Thanks for taking the time to read - wishing you all the best.

  • Hi  

    Welcome to the forum . 
    The stats for a spread have slowly creeped up over the years .

    Immunotherapy and other targeted treatments are now available that were not funded or some not even talked about when my mum started out . Only in the last 24 hours I have noticed a completely different clinical trial so I am still hopefully for better stats for stage four patients in the next few years . Immunotherapy was not sanctioned here until covid gave it a push along and with it opened up treatment that have completely changed peoples outcomes .

    My mum took up one of the first bowel screens in our area . 15 years ago this week . A picture of health and we had been pushing wheelbarrows around her garden and she was pulling a shift so nothing prepared us for the bowel tumour or the spread to her liver . She was asymptomatic. But it was a good way to start treatment as she was in good general health . She is only becoming symptomatic now and that’s 15 years into the process , however she has had lots of treatments and surgeries etc .

    Chemo did a powerful job on her liver mets and she only had bog standard chemo for two years . If you click on my user name you can read her story with the liver . I have not updated the latest lung saga as I am still cross with it coming back .

    However the liver and lung spread behaved totally differently.The liver popped up quickly and grew fast however if you are chemo responsive it’s the right environment for it to work well due to the rate of cell division. Which I am not going to pretend to understand but I think the oncologist said it does its best job on fast growing tumours that are responsive . Chemo was tough for her but the scans showed her significant spread and disappeared from screen and only one small dot remained . She went to a centre of excellence for the liver and had 73% removed and it’s remained clear . Her lung spread has been extremely slow growing in comparison and been around since 2014 . What can I say !

    Thats her story and she has still not reached third line treatment.
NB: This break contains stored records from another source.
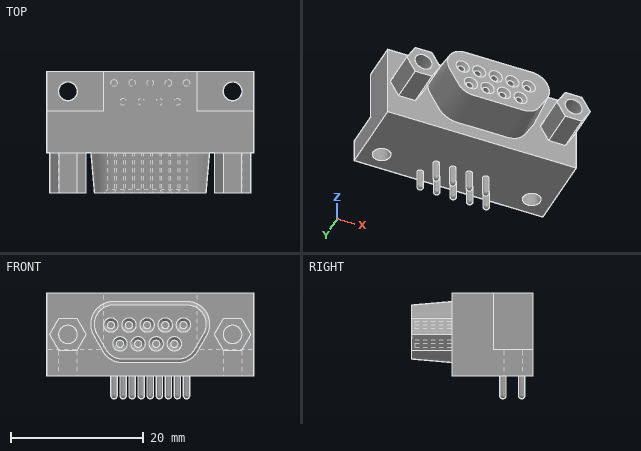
import cadquery as cq
import math

overall_depth = 18.4
overall_height = 16.05

body_width = 31.31
body_depth = 12.3
body_height = 12.6
body_mid_z = body_height / 2

rear_block_width = 14.14
ear_depth = 6.0
ear_height = 4.0
mount_spacing = 24.9
mount_hole_diameter = 2.8

projection = overall_depth - body_depth

shell_height = 9.26
shell_corner_radius = 3.44
shell_top_flat = 11.1
shell_flank_angle = 30.0
shell_draft_angle = 5.0
shell_center_rise = 0.36
shell_mid_z = body_mid_z + shell_center_rise

standoff_flats = 4.8
standoff_hole_diameter = 2.8

contact_rows = (5, 4)
contact_pitch = 2.74
row_spacing = 2.84
contact_offset_x = -0.47
contact_mouth_diameter = 2.18
contact_bore_diameter = 1.09
contact_funnel_depth = (contact_mouth_diameter - contact_bore_diameter) / 2
contact_depth = projection

pin_diameter = 1.0
pin_length = overall_height - body_height
rear_pin_inset = 1.73


def make_body():
    body = cq.Workplane("XY").box(body_width, body_depth, body_height, centered=(True, False, False))
    notch_width = (body_width - rear_block_width) / 2
    for side in (-1, 1):
        notch = (
            cq.Workplane("XY")
            .box(notch_width, ear_depth, body_height - ear_height, centered=(True, False, False))
            .translate((side * (body_width - notch_width) / 2, body_depth - ear_depth, ear_height))
        )
        mount_hole = (
            cq.Workplane("XY")
            .center(side * mount_spacing / 2, body_depth - ear_depth / 2)
            .circle(mount_hole_diameter / 2)
            .extrude(ear_height)
        )
        body = body.cut(notch).cut(mount_hole)
    return body


def shell_outline(plane):
    """D-shaped wire of tangent lines and arcs."""
    radius = shell_corner_radius
    half_core = shell_height / 2 - shell_corner_radius
    top_x = shell_top_flat / 2
    bottom_x = top_x - 2 * half_core * math.tan(math.radians(shell_flank_angle))

    def on_arc(center_x, center_z, degrees):
        angle = math.radians(degrees)
        return (center_x + radius * math.cos(angle), center_z + radius * math.sin(angle))

    flank = -shell_flank_angle
    left_flank = 180 - flank
    return (
        plane.moveTo(*on_arc(-top_x, half_core, 90))
        .lineTo(*on_arc(top_x, half_core, 90))
        .threePointArc(on_arc(top_x, half_core, (90 + flank) / 2), on_arc(top_x, half_core, flank))
        .lineTo(*on_arc(bottom_x, -half_core, flank))
        .threePointArc(on_arc(bottom_x, -half_core, (flank - 90) / 2), on_arc(bottom_x, -half_core, -90))
        .lineTo(*on_arc(-bottom_x, -half_core, -90))
        .threePointArc(
            on_arc(-bottom_x, -half_core, (left_flank + 270) / 2), on_arc(-bottom_x, -half_core, left_flank)
        )
        .lineTo(*on_arc(-top_x, half_core, left_flank))
        .threePointArc(on_arc(-top_x, half_core, (left_flank + 90) / 2), on_arc(-top_x, half_core, 90))
        .close()
    )


def make_shell():
    base = cq.Workplane("XZ", origin=(0, 0, shell_mid_z))
    return shell_outline(base).extrude(projection, taper=shell_draft_angle)


def make_contact_socket(x, z):
    """Funnel-mouthed bore running back from the shell face."""
    profile = [
        (0, 0),
        (contact_mouth_diameter / 2, 0),
        (contact_bore_diameter / 2, contact_funnel_depth),
        (contact_bore_diameter / 2, contact_depth),
        (0, contact_depth),
    ]
    socket = cq.Workplane("XY").polyline(profile).close().revolve(360, (0, 0, 0), (0, 1, 0))
    return socket.translate((x, -projection, z))


def make_standoff(side):
    corner_diameter = standoff_flats / math.cos(math.pi / 6)
    return (
        cq.Workplane("XZ", origin=(side * mount_spacing / 2, 0, body_mid_z))
        .polygon(6, corner_diameter)
        .circle(standoff_hole_diameter / 2)
        .extrude(projection)
    )


def make_pin(x, y):
    radius = pin_diameter / 2
    straight = pin_length - radius
    shaft = cq.Workplane("XY").circle(radius).extrude(-straight)
    tip = cq.Workplane("XY").sphere(radius).translate((0, 0, -straight))
    return shaft.union(tip).translate((x, y, 0))


result = make_body().union(make_shell())

for side in (-1, 1):
    result = result.union(make_standoff(side))

for row, count in enumerate(contact_rows):
    row_z = body_mid_z + row_spacing * (0.5 - row)
    pin_y = body_depth - rear_pin_inset - row * row_spacing
    for index in range(count):
        row_x = (index - (count - 1) / 2) * contact_pitch
        result = result.cut(make_contact_socket(row_x + contact_offset_x, row_z))
        result = result.union(make_pin(row_x, pin_y))

She only ever used the one chemo and last year due to her age now she had ten months of a targeted treatment.

    She has just become too frail to take treatment or believe you me she would have . My son was seven when she was diagnosed and 22 now . Children are a powerful motivator.

    You will also see some people on the boards who are on their 7th 8 th year of continuous maintenance chemo . Keeps it at bay .

    My mum got me to go and get her a pile of sympathy cards as she is losing a lot of friends lately . I could not help but see the irony ! 
    My mum is not alone . There are people I am still in contact with and they are still living good lives despite difficult diagnosis.

    Obviously as you are aware not everyone gets these outcomes but we are pushing hard against the stats .

    Thats such a shame the samples need redone .

    However they will get you going and get this reigned in . My mum participated in a study for longevity. The guy running it actually has a spread to his liver but doing well . They are looking into the role T cells play !

    Anyway long post for a welcome .

    But you are very welcome .

    Court 

    Helpline Number 0808 808 0000

  • Thanks for the reply - so so helpful,  Wishing your mum (and you) the very best.